Gold Prices Rise on Expectations of U.S. Rate Cuts
Gold prices edged up on Thursday, following a significant increase in the previous session, as the dollar and bond yields weakened amid growing expectations of rate cuts by the U.S. Federal Reserve as early as September.
Spot gold rose 0.1% to $2,388.10 per ounce, after surging over 1% to its highest level since April 19 on Wednesday. U.S. gold futures also rose 0.1% to $2,393.20.
Impact of Weak Dollar and Bond Yields
The weakening of the dollar by 0.2% against a basket of major currencies has made gold more attractive to holders of other currencies, as it is priced in greenbacks. Additionally, the benchmark 10-year Treasury yield dropped to its lowest level in over a month.
Chief market analyst Tim Waterer noted that the latest consumer price index data has increased the likelihood of a rate cut in September, supporting gold prices from a yield perspective. He also mentioned that any potential rebound in the dollar or treasury yields could pose a challenge for gold prices in the coming days.
Outlook on U.S. Economic Indicators
The recent cooling of U.S. consumer prices, along with underwhelming job and payrolls reports for April, is seen as positive news for Fed policymakers who are looking for signs of progress on inflation before considering rate adjustments.
While gold is typically considered a hedge against inflation, higher interest rates can increase the opportunity cost of holding non-interest-bearing assets like gold.
Comments from Fed Officials
Chicago Federal Reserve Bank President Austan Goolsbee expressed optimism about declining inflation rates and echoed Fed Chair Jerome Powell’s remarks that another interest rate hike is unlikely.
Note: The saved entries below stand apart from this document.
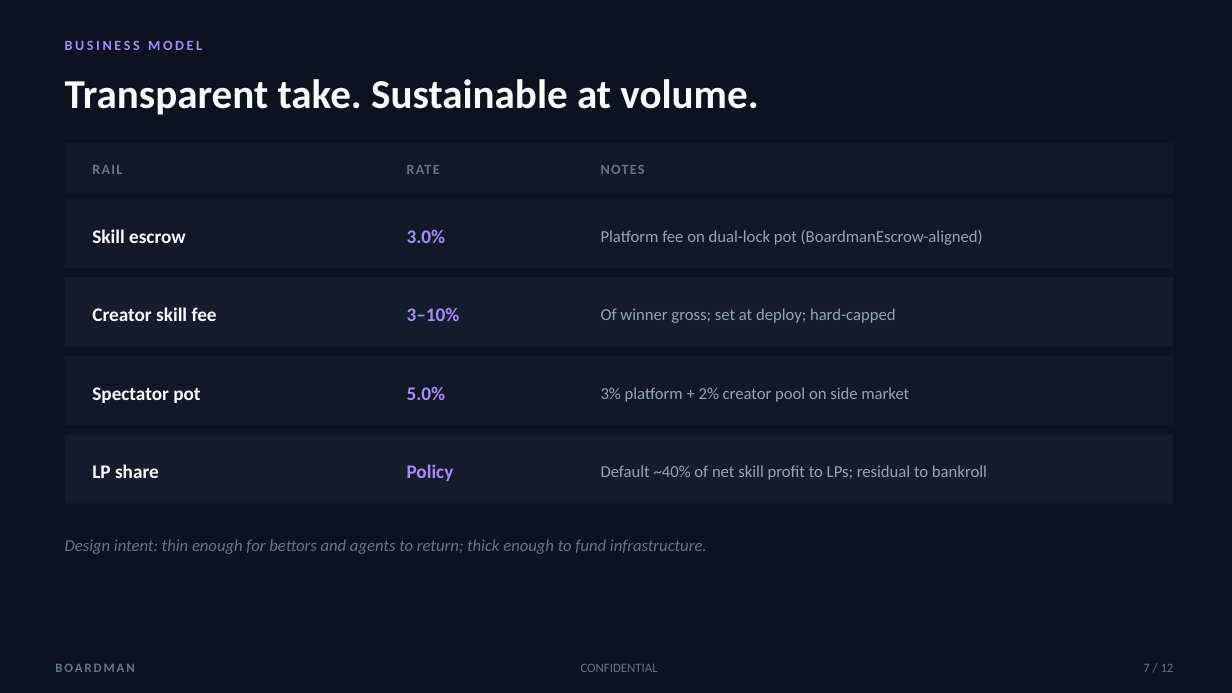
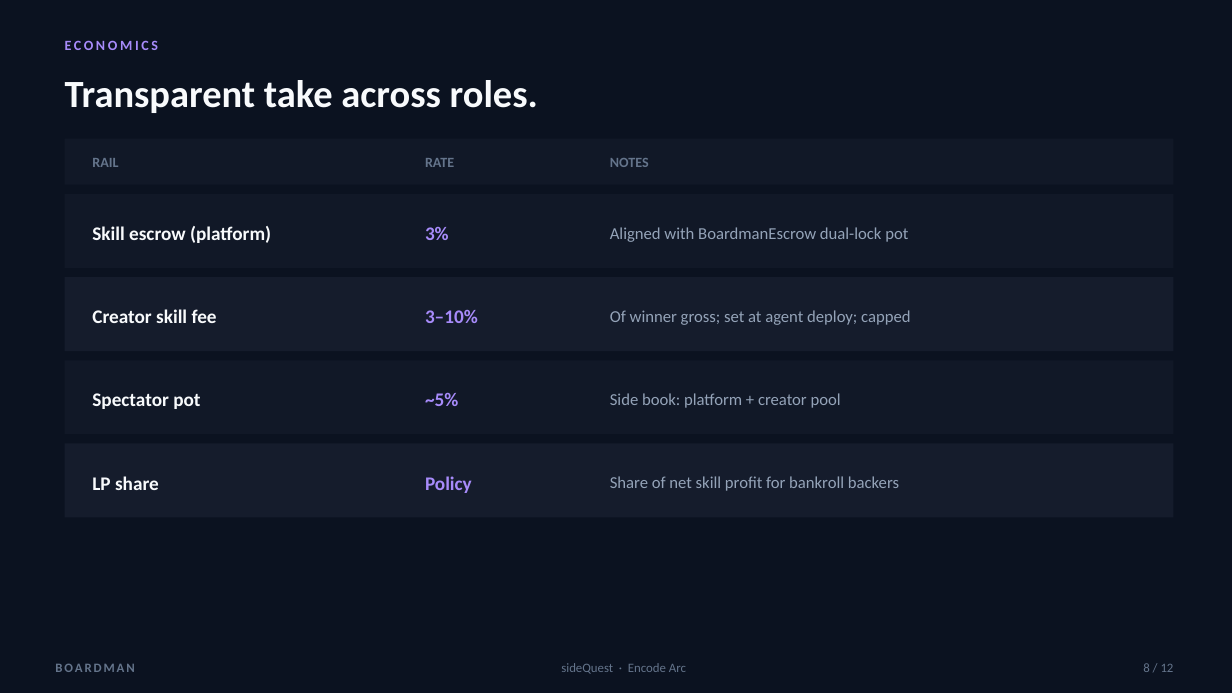
Before and after one commit to 0xkenichi/boardman, a slide deck: slide 8 of demos/Boardman_Arc_Hackathon.pptx (slide 7 before the commit). Drawn at 1232x693 pixels with LibreOffice and Linux fonts; fonts in the diff are those of the drawing. Boxes give left, top, right and bottom in pixels: in the first picture for what was removed or moved away, otherwise in the second. Text is boxed around its words. In the diff, an @@ line names an element or a change of style, - is before the commit and + after.

Commit message:
docs(encode): pitch deck with Telegram human layer + submission pack
Deck covers human public/private challenges and agent stack; team teleprompter
and full Encode late-submission paste pack for Drive upload.

```diff
--- a/demos/Boardman_Arc_Hackathon.pptx
+++ b/demos/Boardman_Arc_Hackathon.pptx
@@ text at box(65, 40, 158, 50): text changed @@
-BUSINESS MODEL
+ECONOMICS
@@ text at box(65, 80, 538, 113): text changed; size 32 to 30 pt @@
-Transparent take. Sustainable at volume.
+Transparent take across roles.
@@ rectangle: place and size @@
-rectangle at box(65, 143, 1174, 194)
+rectangle at box(65, 139, 1174, 185)
@@ letter spacing 1 to 0 pt in 3 elements at box(610, 158, 649, 167), box(425, 158, 454, 167), box(92, 158, 118, 167) @@
@@ text "RATE": place and size @@
-text "RATE" at box(407, 165, 440, 174)
+text "RATE" at box(425, 158, 454, 167)
@@ text "NOTES": place and size @@
-text "NOTES" at box(601, 165, 645, 174)
+text "NOTES" at box(610, 158, 649, 167)
@@ rectangle: place and size @@
-rectangle at box(65, 199, 1174, 268)
+rectangle at box(65, 194, 1174, 268)
@@ text at box(92, 226, 271, 243): text changed @@
-Skill escrow
+Skill escrow (platform)
@@ text at box(425, 227, 449, 240): text changed @@
-3.0%
+3%
@@ text at box(610, 227, 908, 242): text changed @@
-Platform fee on dual-lock pot (BoardmanEscrow-aligned)
+Aligned with BoardmanEscrow dual-lock pot
@@ rectangle: place and size @@
-rectangle at box(65, 277, 1174, 347)
+rectangle at box(65, 277, 1174, 351)
@@ text "3–10%": place and size @@
-text "3–10%" at box(407, 307, 460, 321)
+text "3–10%" at box(425, 310, 478, 323)
@@ text at box(610, 310, 910, 325): text changed @@
-Of winner gross; set at deploy; hard-capped
+Of winner gross; set at agent deploy; capped
@@ rectangle: place and size @@
-rectangle at box(65, 356, 1174, 425)
+rectangle at box(65, 360, 1174, 434)
@@ text "Spectator pot": place and size @@
-text "Spectator pot" at box(92, 387, 200, 403)
+text "Spectator pot" at box(92, 393, 200, 409)
@@ text at box(425, 392, 458, 406): text changed @@
-5.0%
+~5%
@@ text at box(610, 393, 841, 408): text changed @@
-3% platform + 2% creator pool on side market
+Side book: platform + creator pool
@@ rectangle: place and size @@
-rectangle at box(65, 434, 1174, 504)
+rectangle at box(65, 444, 1174, 518)
@@ text "LP share": place and size @@
-text "LP share" at box(92, 464, 159, 478)
+text "LP share" at box(92, 476, 159, 490)
@@ text "Policy": place and size @@
-text "Policy" at box(407, 464, 454, 481)
+text "Policy" at box(425, 476, 472, 493)
@@ text at box(610, 476, 899, 491): text changed @@
-Default ~40% of net skill profit to LPs; residual to bankroll
+Share of net skill profit for bankroll backers
@@ text removed at box(65, 539, 707, 554) @@
-Design intent: thin enough for bettors and agents to return; thick enough to fund infrastructure.
@@ text added at box(561, 663, 686, 674), 10 pt, text #64748B @@
+sideQuest · Encode Arc
@@ text removed at box(581, 664, 658, 672) @@
-CONFIDENTIAL
@@ text at box(1143, 663, 1174, 672): text changed @@
-7 / 12
+8 / 12
```
Also in this commit, not shown: 8 other slides changed, 3 slides added, 3 slides removed, 4 other files.
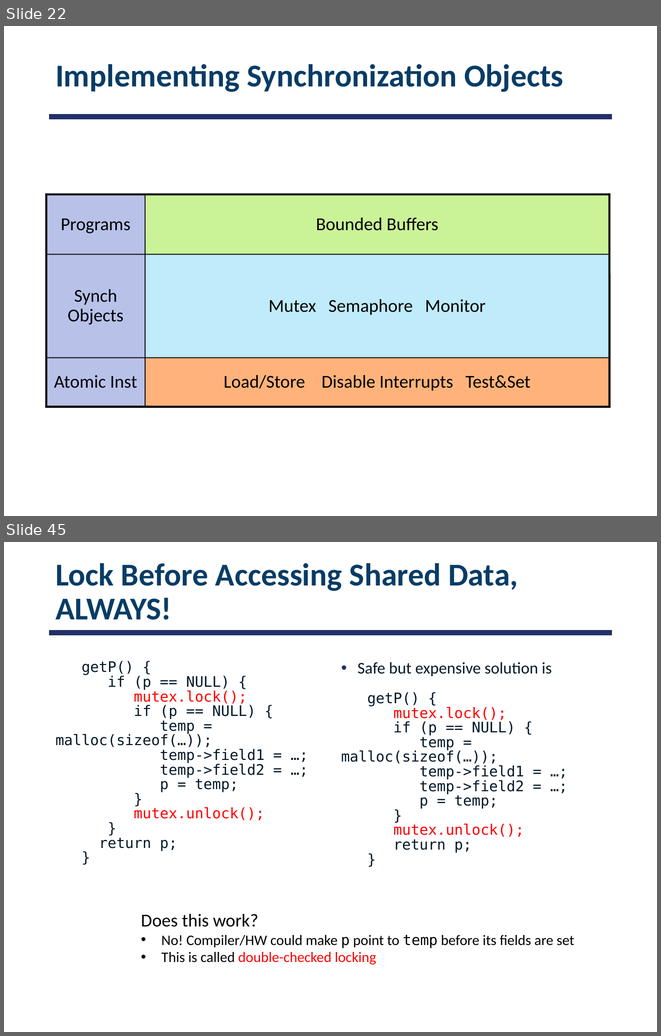
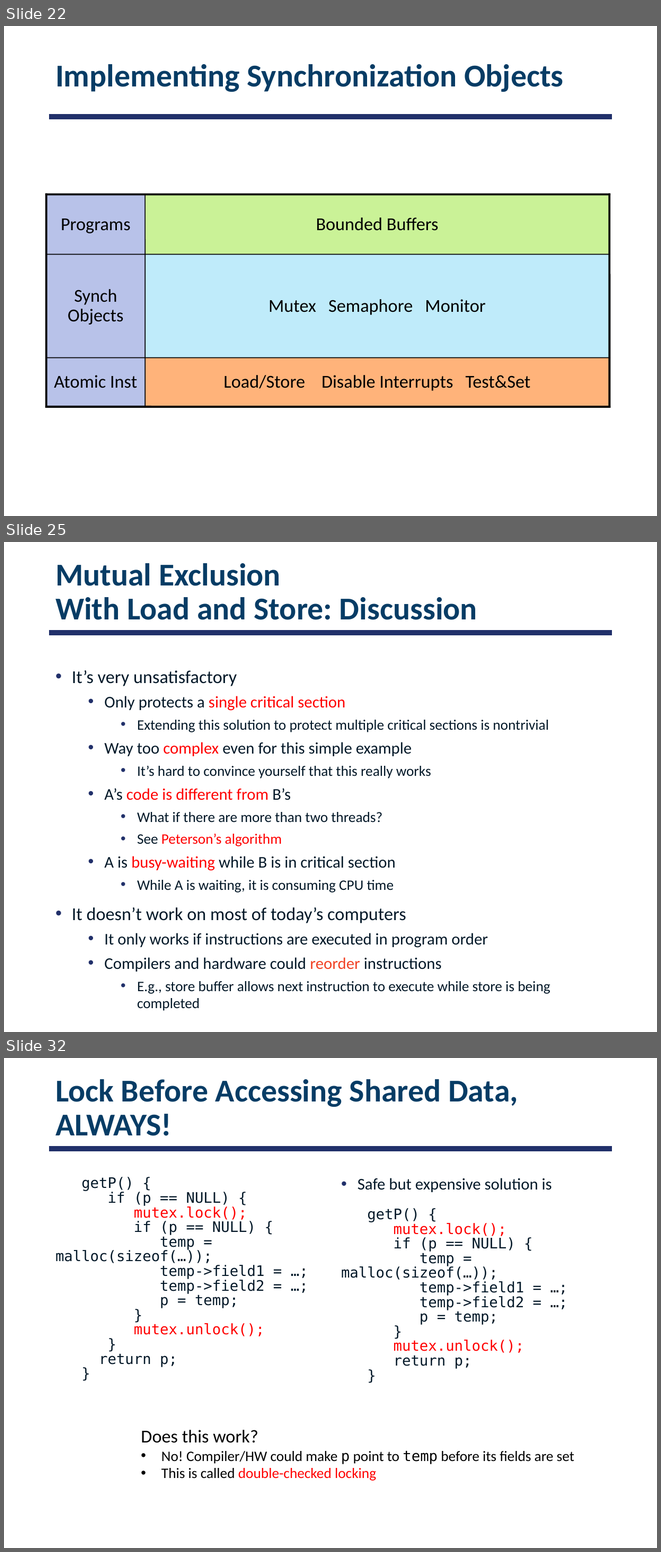
Before and after one commit to smajidzahedi/ECE350, a slide deck: Lectures/03-multithreaded.pptx. Shown one above the other, each under a label of ours: slides 22 and 45 before the commit, slides 22, 25 and 32 after it; the slides between them are not shown. The pictures are 661x1036 and 661x1552 pixels, drawn with LibreOffice and Linux fonts; fonts in the diff are those of the drawing. Boxes give left, top, right and bottom in pixels: in the first picture for what was removed or moved away, otherwise in the second. Text is boxed around its words. In the diff, an @@ line names an element or a change of style, - is before the commit and + after.

```diff
--- a/Lectures/03-multithreaded.pptx
+++ b/Lectures/03-multithreaded.pptx
@@ slide 25 added at bbox=[4, 542, 657, 1032], background #FFFFFF; not listed: 1 template element that a slide beside it also shows @@
@@ title added at bbox=[55, 563, 477, 620], 35 pt, text #073C65, bold @@
+Mutual Exclusion
+With Load and Store: Discussion
@@ text added at bbox=[72, 670, 550, 1011], 16 pt, text #031828 @@
+• It’s very unsatisfactory
+  • Only protects a single critical section
+    • Extending this solution to protect multiple critical sections is nontrivial
+  • Way too complex even for this simple example
+    • It’s hard to convince yourself that this really works
+  • A’s code is different from B’s
+    • What if there are more than two threads?
+    • See Peterson’s algorithm
+  • A is busy-waiting while B is in critical section
+    • While A is waiting, it is consuming CPU time
+• It doesn’t work on most of today’s computers
+  • It only works if instructions are executed in program order
+  • Compilers and hardware could reorder instructions
+    • E.g., store buffer allows next instruction to execute while store is being completed
@@ what was slide 45 is now slide 32 @@
```
Also in this commit, not shown: 15 slides changed, 7 other slides added, 1 other file.
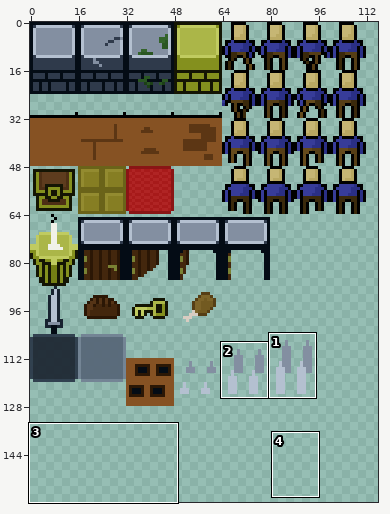
A sprite sheet gets an edit: _games/ancient-maze/TileSetForMaze.png. The picture above shows the old version from afar; the outline marks the close-up.
Close-up. First the earlier version:
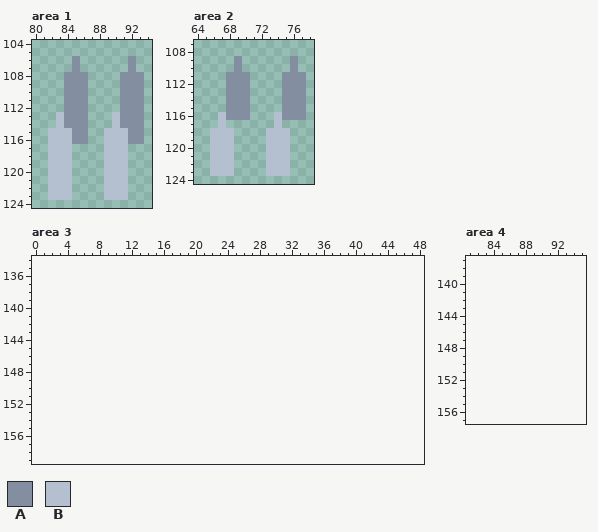
The file is 640x640 pixels, drawn in blocks of 5x5; one block is one cell here. Colours within 5 levels of each other are drawn and written as one. Shown: area 1: x 80..94, y 104..124; area 2: x 64..78, y 107..124; area 3: x 0..48, y 134..159; area 4: x 81..95, y 137..157. The old version is drawn lined up with the new one, on the new canvas. The wide view leaves out empty margins. The commit also changed other parts of the picture, which this record leaves out.
Palette (. is transparent): A #838fa1  B #b4c0d0
Pixels before, area 1, first column x 82:
106 ...A......A.
107 ...A......A.
108 ..AAA....AAA
109 ..AAA....AAA
110 ..AAA....AAA
111 ..AAA....AAA
112 ..AAA....AAA
113 .BAAA...BAAA
114 .BAAA...BAAA
115 BBBAA..BBBAA
116 BBBAA..BBBAA
117 BBB....BBB..
118 BBB....BBB..
119 BBB....BBB..
120 BBB....BBB..
121 BBB....BBB..
122 BBB....BBB..
123 BBB....BBB..
Pixels before, area 2, first column x 66:
109 ...A......A.
110 ...A......A.
111 ..AAA....AAA
112 ..AAA....AAA
113 ..AAA....AAA
114 ..AAA....AAA
115 ..AAA....AAA
116 .BAAA...BAAA
117 .B......B...
118 BBB....BBB..
119 BBB....BBB..
120 BBB....BBB..
121 BBB....BBB..
122 BBB....BBB..
123 BBB....BBB..
After the commit:
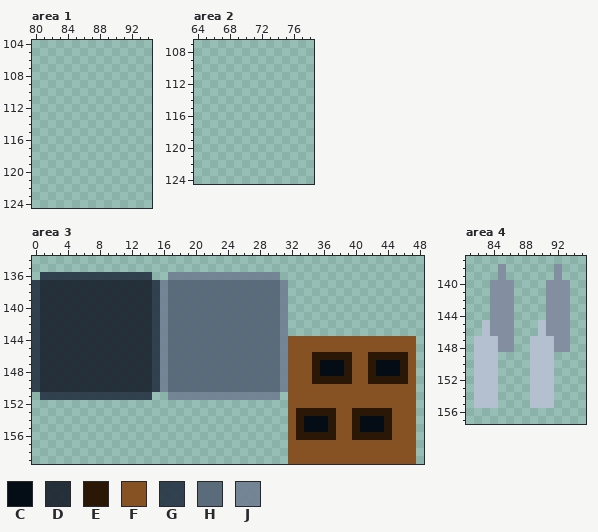
Colours new in this view: C #040c15  D #1e2833f2  E #2b1705  F #865223  G #2c3a4af2  H #576778f2  J #728293f2
Diff:
canvas 128x128 -> 128x160
Changed rows in their new state; - is an unchanged pixel.
Area 1:
first column x 82:
106 ---.------.-
107 ---.------.-
108 --...----...
109 --...----...
110 --...----...
111 --...----...
112 --...----...
113 -....---....
114 -....---....
115 .....--.....
116 .....--.....
117 ...----...--
118 ...----...--
119 ...----...--
120 ...----...--
121 ...----...--
122 ...----...--
123 ...----...--
Area 2:
first column x 66:
109 ---.------.-
110 ---.------.-
111 --...----...
112 --...----...
113 --...----...
114 --...----...
115 --...----...
116 -....---....
117 -.------.---
118 ...----...--
119 ...----...--
120 ...----...--
121 ...----...--
122 ...----...--
123 ...----...--
Area 3:
first column x 0:
136 -GGGGGGGGGGGGGG--JJJJJJJJJJJJJJ-----------------
137 GDDDDDDDDDDDDDDGJHHHHHHHHHHHHHHJ----------------
138 GDDDDDDDDDDDDDDGJHHHHHHHHHHHHHHJ----------------
139 GDDDDDDDDDDDDDDGJHHHHHHHHHHHHHHJ----------------
140 GDDDDDDDDDDDDDDGJHHHHHHHHHHHHHHJ----------------
141 GDDDDDDDDDDDDDDGJHHHHHHHHHHHHHHJ----------------
142 GDDDDDDDDDDDDDDGJHHHHHHHHHHHHHHJ----------------
143 GDDDDDDDDDDDDDDGJHHHHHHHHHHHHHHJ----------------
144 GDDDDDDDDDDDDDDGJHHHHHHHHHHHHHHJFFFFFFFFFFFFFFFF
145 GDDDDDDDDDDDDDDGJHHHHHHHHHHHHHHJFFFFFFFFFFFFFFFF
146 GDDDDDDDDDDDDDDGJHHHHHHHHHHHHHHJFFFEEEEEFFEEEEEF
147 GDDDDDDDDDDDDDDGJHHHHHHHHHHHHHHJFFFECCCEFFECCCEF
148 GDDDDDDDDDDDDDDGJHHHHHHHHHHHHHHJFFFECCCEFFECCCEF
149 GDDDDDDDDDDDDDDGJHHHHHHHHHHHHHHJFFFEEEEEFFEEEEEF
150 GDDDDDDDDDDDDDDGJHHHHHHHHHHHHHHJFFFFFFFFFFFFFFFF
151 -GGGGGGGGGGGGGG--JJJJJJJJJJJJJJ-FFFFFFFFFFFFFFFF
152 --------------------------------FFFFFFFFFFFFFFFF
153 --------------------------------FEEEEEFFEEEEEFFF
154 --------------------------------FECCCEFFECCCEFFF
155 --------------------------------FECCCEFFECCCEFFF
156 --------------------------------FEEEEEFFEEEEEFFF
157 --------------------------------FFFFFFFFFFFFFFFF
158 --------------------------------FFFFFFFFFFFFFFFF
159 --------------------------------FFFFFFFFFFFFFFFF
Area 4:
first column x 82:
138 ---A------A-
139 ---A------A-
140 --AAA----AAA
141 --AAA----AAA
142 --AAA----AAA
143 --AAA----AAA
144 --AAA----AAA
145 -BAAA---BAAA
146 -BAAA---BAAA
147 BBBAA--BBBAA
148 BBBAA--BBBAA
149 BBB----BBB--
150 BBB----BBB--
151 BBB----BBB--
152 BBB----BBB--
153 BBB----BBB--
154 BBB----BBB--
155 BBB----BBB--
Pixel boxes of the changes (left, top, right, bottom) in both close-ups:
erased: (48, 56, 144, 200)
erased: (210, 56, 306, 176)
added: (32, 272, 416, 464)
added: (474, 264, 570, 408)

Spot silver declined 0.5% to $29.56 per ounce, while palladium rose 0.3% to $1,012.93. Platinum also saw an increase of 0.7% to $1,071.00, reaching its highest level since May 22 last year.
(Reporting by Sherin Elizabeth Varghese in Bengaluru; Editing by Janane Venkatraman)
By adding additional context on the impact of weak dollar and bond yields, the outlook on U.S. economic indicators, and comments from Fed officials, readers gain a deeper understanding of the factors influencing gold prices. The insights provide a more comprehensive view of the market dynamics and potential challenges faced by gold prices in the near future.